Scala's "Pimp My Library" Pattern example
I always find myself wanting to find a quick example of this to show people. Essentially, the "Pimp My Library" pattern allows you to decorate classes with additional methods and properties. The following is how you would add a method "bling" to java.lang.String which will add asterisks to either end:
class BlingString(string: String) {
def bling = "*" + string + "*"
}
implicit def blingYoString(string: String) = new BlingString(string)

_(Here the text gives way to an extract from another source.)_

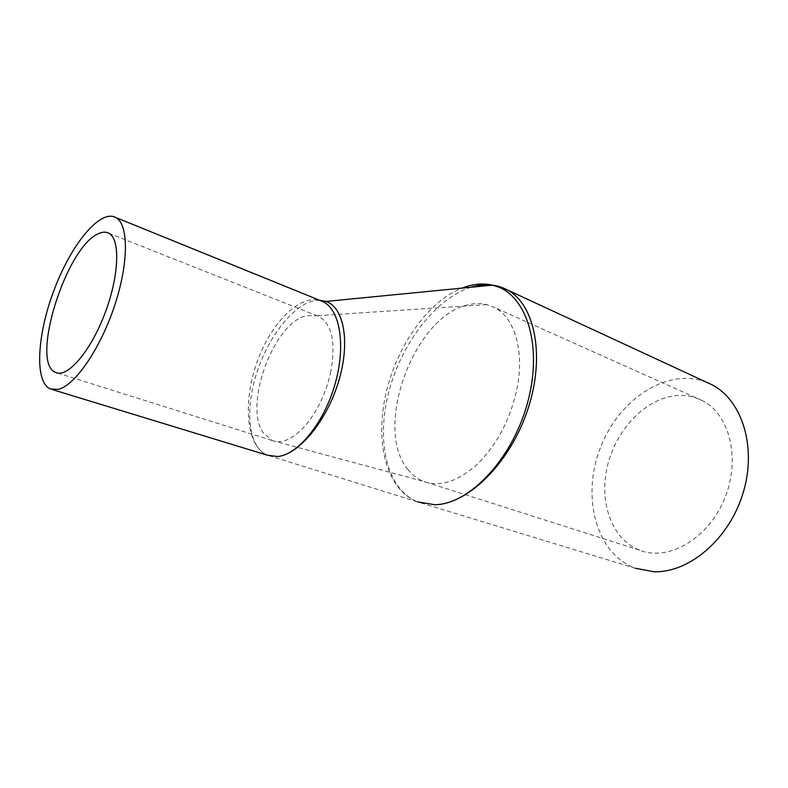 <?xml version="1.0" encoding="UTF-8"?>
<svg xmlns="http://www.w3.org/2000/svg" width="788" height="788" viewBox="0 0 788 788"><rect width="100%" height="100%" fill="white"/><g stroke="black" fill="none" stroke-linecap="round" stroke-linejoin="round"><path stroke-width="0.59" stroke-dasharray="3.94 2.96" d="M319.741 300.317C294.101 298.997 260.956 345.085 252.465 389.38C245.866 420.664 251.283 448.736 267.349 455.168L267.359 455.178C246.083 446.441 242.477 401.653 257.331 361.298C271.88 320.765 302.513 291.412 323.139 301.706M267.349 455.168L277.573 456.548M471.125 287.196C435.705 298.179 401.407 343.371 388.76 392.01C376.132 440.591 386.11 489.053 417.689 501.956L417.492 501.877C389.105 490.776 376.891 450.352 383.431 407.16C390.681 355.112 424.978 302.218 462.211 288.063M417.689 501.956L434.966 504.744M408.026 469.618C372.566 428.288 414.35 315.062 468.683 304.7C474.997 303.232 481.044 303.193 486.817 304.592L494.529 307.527C514.062 317.298 524.325 349.468 517.401 386.484C510.969 418.29 497.494 444.284 476.976 464.457C457.877 481.537 440.187 487.22 423.885 481.507L423.255 481.261C417.344 478.868 412.272 474.987 408.026 469.618M330.566 372.98C335.983 343.391 332.221 324.607 319.298 316.638L317.091 315.742L306.522 315.673C273.988 322.371 243.374 404.884 263.182 432.72L272.116 440.531C281.513 443.94 292.082 439.527 303.833 427.283C316.5 412.991 325.405 394.886 330.566 372.98M674.617 395.803C684.368 394.66 693.529 396.236 702.108 400.54C729.757 414.035 741.203 459.522 724.29 499.375C707.693 539.366 667.958 561.667 639.62 550.211C611.862 539.494 598.811 502.37 607.321 466.466C615.655 430.514 644.269 399.506 674.617 395.803M706.57 382.279C667.2 366.706 618.472 399.595 600.249 448.086C581.396 496.332 595.639 553.412 635.295 568.237L423.284 503.66M486.817 304.592L317.091 315.742M272.116 440.531L423.885 481.507M417.502 501.887L270.442 456.144M270.392 456.134L267.506 455.228M57.632 373.069L271.939 440.453M108.803 233.218L319.298 316.638M50.127 388.898L52.697 389.686M702.108 400.54L494.529 307.527M639.62 550.211L423.255 481.261M423.245 503.65L417.739 501.976"/><path stroke-width="1.18" d="M115.698 217.468C100.086 209.007 71.501 244.083 54.49 288.95C37.223 333.688 34.101 381.51 50.127 388.898L58.223 389.39C74.909 385.657 100.401 348.72 114.624 305.596C128.976 262.473 128.661 224.068 115.698 217.468L323.149 301.706C340.15 309.842 346.109 345.952 334.959 384.367C324.104 422.663 298.091 454.774 277.573 456.548L267.368 455.178M277.573 456.548C298.741 454.715 326.724 421.009 338.485 381.806C350.611 342.475 344.021 306.699 325.483 301.272L319.741 300.317M462.211 288.063C472.711 283.956 482.798 282.981 492.48 285.138C524.473 291.747 543.001 341.5 528.502 399.132C514.347 456.804 470.416 504.251 434.966 504.744L417.502 501.887M434.966 504.744C468.328 504.084 510.279 462.773 527.802 409.415C545.582 356.077 534.865 304.247 507.196 289.856C496.253 284.123 484.226 283.237 471.125 287.196M98.451 233.711C102.41 231.83 105.858 231.662 108.803 233.218C120.534 238.931 119.224 276.253 104.666 314.077C90.256 351.98 67.187 378.398 55.564 372.419C29.678 362.756 66.261 246.555 98.451 233.711M635.295 568.237L653.784 571.733C688.83 573.132 729.028 539.366 742.995 493.337C757.219 447.367 742.158 400.176 711.919 384.751L706.57 382.279M323.149 301.715L492.48 285.138L507.196 289.856M55.564 372.419L57.632 373.069M52.697 389.686L267.368 455.198M711.919 384.751L507.216 289.866"/></g></svg>

This defines a class BlingString with the bling method, and then uses an implicit definition to "teach" Scala how to convert from a java.lang.String to the new type. You can then call the method on any java.lang.String object, as long as the implicit is defined in the same scope:
scala> "Let's get blinged out!".bling
res0: java.lang.String = *Let's get blinged out!*
Written by Ben Burton
Related protips
5 Responses
I came here courtesy of google, looking for what pimping means in the Scalasphere, thanks! Well, with power comes some responsibility..... but isn't there a syntactically simpler way to add behavior to a type? this is soooo cumbersome and blingYoString is a name you'd never use in your code again, so it feels like it should have rather been anonymous. What do you think?
Recommended syntax for this is to use an implicit value class to avoid runtime creation of a wrapper class: http://docs.scala-lang.org/overviews/core/value-classes.html
implicit class BlingString(string: String) extends AnyVal {
def bling = "*" + string + "*"
}
Thanks eranation, that's much cleaner!